From here we will look at funding – with the clear link that greater digitalisation creates ‘smarter’ infrastructure. For example, it enables real-life performance monitoring and reporting on environmental, social and governance (ESG) performance, which is now of increasing importance to private capital investors.

ESG data can be used as a risk management tool to mitigate reputational and asset-value risks.

The virtue of infrastructure investment lies in its scale and long-term returns, but that story doesn’t always fit with the short-term requirements of today’s politics or markets.

Cutting through these requirements comes down to introducing creative new government policy and regulation, as well as providing financial support to attract and compete for private capital – as we are seeing in examples from the US and Europe in particular. 

We must also explore the optimal balance between public and private sources of finance. At the forefront of policymakers’ minds, and how we plan major programmes, remains the balance between management of demand uncertainty and revenue security, and meeting the healthy risk-appetite needed by investors to attract interest for new technologies.

Through the theme of ‘investable infrastructure’ we will explore different models adopted across the world and the innovation they bring in the way we search for funding and financing sources.

3. Lasting legacy

In our third theme we will examine the rebalancing relationship between infrastructure programmes and the societies they serve. Globally we have seen a shift in both the private and public sectors towards an emphasis on legacy and wider, positive social outcomes. 

Legacy goes beyond just the successful delivery of a project and its future users.

It can mean delivering new training opportunities and unlocking diverse pools of talent that will expand local supply chains for generations to come. In turn, such an approach can build capacity to deliver modern, digitally-enable programmes on future projects around the world.

We will do a deep dive into the growing recognition and evaluation of infrastructure social value, net-zero and sustainable outcomes. This theme will also address how the sector can establish diverse, resilient programmes and supply chains spreading the economic impact of infrastructure more deeply and more broadly, all while considering and limiting the impact it has on the environment.

4. Driving commercial performance

Our typical contracting and commercial strategies remain fragmented and somewhat transactional, rewarding input rather than outcomes.

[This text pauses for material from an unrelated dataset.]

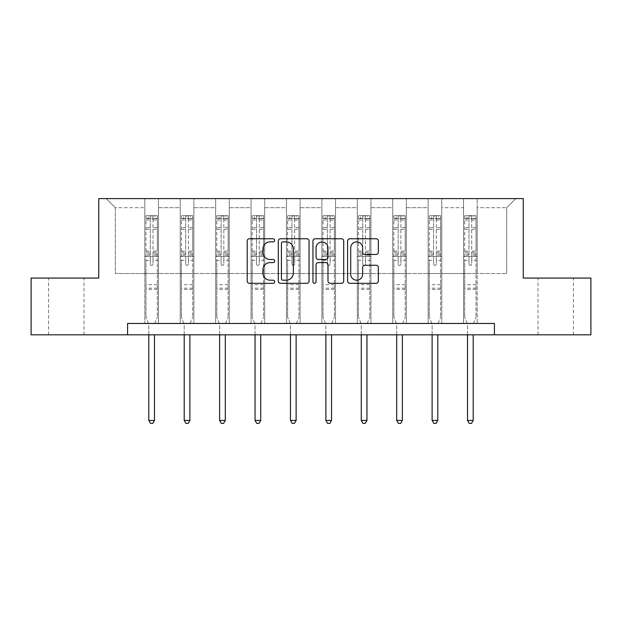 <?xml version="1.0" encoding="UTF-8"?>
<svg xmlns="http://www.w3.org/2000/svg" width="622" height="622" viewBox="0 0 622 622"><rect width="100%" height="100%" fill="white"/><g stroke="black" fill="none" stroke-linecap="round" stroke-linejoin="round"><path stroke-width="0.47" stroke-dasharray="3.11 2.33" d="M274.683 240.31A1.563 1.563 0 0 0 273.12 238.755L249.445 238.755A2.231 2.231 0 0 0 247.214 240.978L247.214 281.09A2.231 2.231 0 0 0 249.445 283.321L273.12 283.321A1.563 1.563 0 0 0 274.683 281.758A1.563 1.563 0 0 0 273.12 280.195L270.057 280.195A7.13 7.13 0 0 1 262.927 273.066L262.927 269.723A7.13 7.13 0 0 1 270.057 262.593L273.12 262.593A1.563 1.563 0 0 0 274.683 261.038A1.563 1.563 0 0 0 273.12 259.475L270.057 259.475A7.13 7.13 0 0 1 262.927 252.345L262.927 249.002A7.13 7.13 0 0 1 270.057 241.872L273.12 241.872A1.563 1.563 0 0 0 274.683 240.31M555.71 278.065L573.422 278.065L555.71 278.065M555.71 334.815L573.422 334.815L555.71 334.815M66.29 278.065L48.578 278.065L66.29 278.065M66.29 334.815L48.578 334.815L66.29 334.815M494.42 334.815L494.42 323.463L494.42 334.815L590.9 334.815L590.9 278.065L523.25 278.065L523.25 198.612L98.75 198.612L98.75 278.065L31.1 278.065L31.1 334.815L127.58 334.815L127.58 323.463L494.42 323.463L127.58 323.463L494.42 323.463L494.42 334.815L127.58 334.815L127.58 323.463L127.58 334.815M463.546 198.612L515.762 198.612L477.167 198.612L477.167 273.524L506.681 273.524L477.167 273.524L477.167 207.686L506.681 207.686L477.167 207.686L477.167 198.612L477.167 323.463L463.546 323.463L477.167 323.463L463.546 323.463L477.167 323.463L477.167 198.612L441.76 198.612L463.546 198.612L463.546 273.524L441.76 273.524L463.546 273.524L463.546 207.686L441.76 207.686L441.76 273.524L441.76 207.686L463.546 207.686L463.546 198.612L463.546 323.463L463.546 256.497L463.546 273.524L477.167 273.524L463.546 273.524L463.546 256.497L477.167 256.497L463.546 256.497L463.546 323.463L463.546 198.612M428.138 198.612L441.76 198.612L441.76 323.463L428.138 323.463L441.76 323.463L428.138 323.463L441.76 323.463L441.76 198.612L406.345 198.612L428.138 198.612L428.138 273.524L406.345 273.524L428.138 273.524L428.138 207.686L406.345 207.686L406.345 273.524L406.345 207.686L428.138 207.686L428.138 198.612L428.138 323.463L428.138 256.497L428.138 273.524L441.76 273.524L428.138 273.524L428.138 256.497L441.76 256.497L428.138 256.497L428.138 323.463L428.138 198.612M392.723 198.612L406.345 198.612L406.345 323.463L392.723 323.463L406.345 323.463L392.723 323.463L406.345 323.463L406.345 198.612L370.93 198.612L392.723 198.612L392.723 273.524L370.93 273.524L392.723 273.524L392.723 207.686L370.93 207.686L370.93 273.524L370.93 207.686L392.723 207.686L392.723 198.612L392.723 323.463L392.723 256.497L392.723 273.524L406.345 273.524L392.723 273.524L392.723 256.497L406.345 256.497L392.723 256.497L392.723 323.463L392.723 198.612M357.308 198.612L370.93 198.612L370.93 323.463L357.308 323.463L370.93 323.463L357.308 323.463L370.93 323.463L370.93 198.612L335.515 198.612L357.308 198.612L357.308 273.524L335.515 273.524L357.308 273.524L357.308 207.686L335.515 207.686L335.515 273.524L335.515 207.686L357.308 207.686L357.308 198.612L357.308 323.463L357.308 256.497L357.308 273.524L370.93 273.524L357.308 273.524L357.308 256.497L370.93 256.497L357.308 256.497L357.308 323.463L357.308 198.612M321.893 198.612L335.515 198.612L335.515 323.463L321.893 323.463L335.515 323.463L321.893 323.463L335.515 323.463L335.515 198.612L300.107 198.612L321.893 198.612L321.893 273.524L300.107 273.524L321.893 273.524L321.893 207.686L300.107 207.686L300.107 273.524L300.107 207.686L321.893 207.686L321.893 198.612L321.893 323.463L321.893 256.497L321.893 273.524L335.515 273.524L321.893 273.524L321.893 256.497L335.515 256.497L321.893 256.497L321.893 323.463L321.893 198.612M286.485 198.612L300.107 198.612L300.107 323.463L286.485 323.463L300.107 323.463L286.485 323.463L300.107 323.463L300.107 198.612L264.692 198.612L286.485 198.612L286.485 273.524L264.692 273.524L286.485 273.524L286.485 207.686L264.692 207.686L264.692 273.524L264.692 207.686L286.485 207.686L286.485 198.612L286.485 323.463L286.485 256.497L286.485 273.524L300.107 273.524L286.485 273.524L286.485 256.497L300.107 256.497L286.485 256.497L286.485 323.463L286.485 198.612M251.07 198.612L264.692 198.612L264.692 323.463L251.07 323.463L264.692 323.463L251.07 323.463L264.692 323.463L264.692 198.612L229.277 198.612L251.07 198.612L251.07 273.524L229.277 273.524L251.07 273.524L251.07 207.686L229.277 207.686L229.277 273.524L229.277 207.686L251.07 207.686L251.07 198.612L251.07 323.463L251.07 256.497L251.07 273.524L264.692 273.524L251.07 273.524L251.07 256.497L264.692 256.497L251.07 256.497L251.07 323.463L251.07 198.612M215.655 198.612L229.277 198.612L229.277 323.463L215.655 323.463L229.277 323.463L215.655 323.463L229.277 323.463L229.277 198.612L193.862 198.612L215.655 198.612L215.655 273.524L193.862 273.524L215.655 273.524L215.655 207.686L193.862 207.686L193.862 273.524L193.862 207.686L215.655 207.686L215.655 198.612L215.655 323.463L215.655 256.497L215.655 273.524L229.277 273.524L215.655 273.524L215.655 256.497L229.277 256.497L215.655 256.497L215.655 323.463L215.655 198.612M180.24 198.612L193.862 198.612L193.862 323.463L180.24 323.463L193.862 323.463L180.24 323.463L193.862 323.463L193.862 198.612L158.454 198.612L180.24 198.612L180.24 273.524L158.454 273.524L180.24 273.524L180.24 207.686L158.454 207.686L158.454 273.524L158.454 207.686L180.24 207.686L180.24 198.612L180.24 323.463L180.24 256.497L180.24 273.524L193.862 273.524L180.24 273.524L180.24 256.497L193.862 256.497L180.24 256.497L180.24 323.463L180.24 198.612M144.833 198.612L158.454 198.612L158.454 323.463L144.833 323.463L158.454 323.463L144.833 323.463L158.454 323.463L158.454 198.612L106.238 198.612L144.833 198.612L144.833 273.524L115.319 273.524L115.319 207.686L144.833 207.686L115.319 207.686L106.238 198.612L115.319 207.686L115.319 273.524L144.833 273.524L144.833 198.612L144.833 323.463L144.833 198.612M506.681 273.524L506.681 207.686L515.762 198.612L506.681 207.686L506.681 273.524M144.833 273.524L158.454 273.524L158.454 256.497L158.454 323.463L158.454 256.497L158.454 273.524L144.833 273.524L144.833 256.497L158.454 256.497L144.833 256.497L144.833 323.463L144.833 273.524M144.833 256.497L158.454 256.497L144.833 256.497M180.24 256.497L193.862 256.497L180.24 256.497M215.655 256.497L229.277 256.497L215.655 256.497M251.07 256.497L264.692 256.497L251.07 256.497M286.485 256.497L300.107 256.497L286.485 256.497M321.893 256.497L335.515 256.497L321.893 256.497M357.308 256.497L370.93 256.497L357.308 256.497M392.723 256.497L406.345 256.497L392.723 256.497M428.138 256.497L441.76 256.497L428.138 256.497M463.546 256.497L477.167 256.497L463.546 256.497M309.048 281.09L309.048 240.978A2.231 2.231 0 0 0 306.825 238.755L280.53 238.755A2.231 2.231 0 0 0 278.298 240.978L278.298 281.09A2.231 2.231 0 0 0 280.53 283.321L306.825 283.321A2.231 2.231 0 0 0 309.048 281.09M282.979 241.872A1.563 1.563 0 0 0 281.424 243.435L281.424 278.64A1.563 1.563 0 0 0 282.979 280.195L286.213 280.195A7.13 7.13 0 0 0 293.343 273.066L293.343 249.002A7.13 7.13 0 0 0 286.213 241.872L282.979 241.872M315.175 238.755L341.47 238.755A2.231 2.231 0 0 1 343.702 240.978L343.702 281.09A2.231 2.231 0 0 1 341.47 283.321L330.22 283.321A2.231 2.231 0 0 1 327.988 281.09L327.988 264.824A2.231 2.231 0 0 0 325.765 262.593L318.301 262.593A2.231 2.231 0 0 0 316.069 264.824L316.069 281.758A1.563 1.563 0 0 1 314.507 283.321A1.563 1.563 0 0 1 312.952 281.758L312.952 240.978A2.231 2.231 0 0 1 315.175 238.755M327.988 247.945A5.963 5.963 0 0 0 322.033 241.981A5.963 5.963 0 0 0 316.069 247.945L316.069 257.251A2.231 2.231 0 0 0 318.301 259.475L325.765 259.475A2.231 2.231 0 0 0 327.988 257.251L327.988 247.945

With increased programme scale, ambition and complexity, these traditional contracting and commercial strategies will fail to deliver the levels of commercial performance required to deliver successfully.

Through our fourth theme ‘driving commercial performance’ we will explore how the sector can do things differently. For example, how we can lock programme benefits and outcomes into the supply chain’s commercial arrangements; how we can create an environment where commercial rewards and ambitions are aligned to common goals; how we can design commercial strategies which drive the behaviours we need; and how these can be structured to reward and unlock new levels of efficiency and productivity.

5. Delivering programme outcomes

Finally, our focus will turn to the complexity of outcomes that infrastructure is set to bear – having already looked at how we put social, human and natural capital on an equal footing with financial capital. For investment, we need greater confidence over delivery and how the industry stays on track to meet the outcomes expected from it. 

This relies on establishing operating models that are ruthlessly focused on a shared vision and understanding of what good looks like.

Coming full circle, under this theme we will look at the role of strategy, culture and governance to de-risk programmes.

This is vital for ensuring that benefits are kept constantly in-step with a business case while providing outcomes that will ultimately transform how infrastructure is being delivered, and serve the society we live in. Leaving a lasting legacy for a green, inclusive and productive world.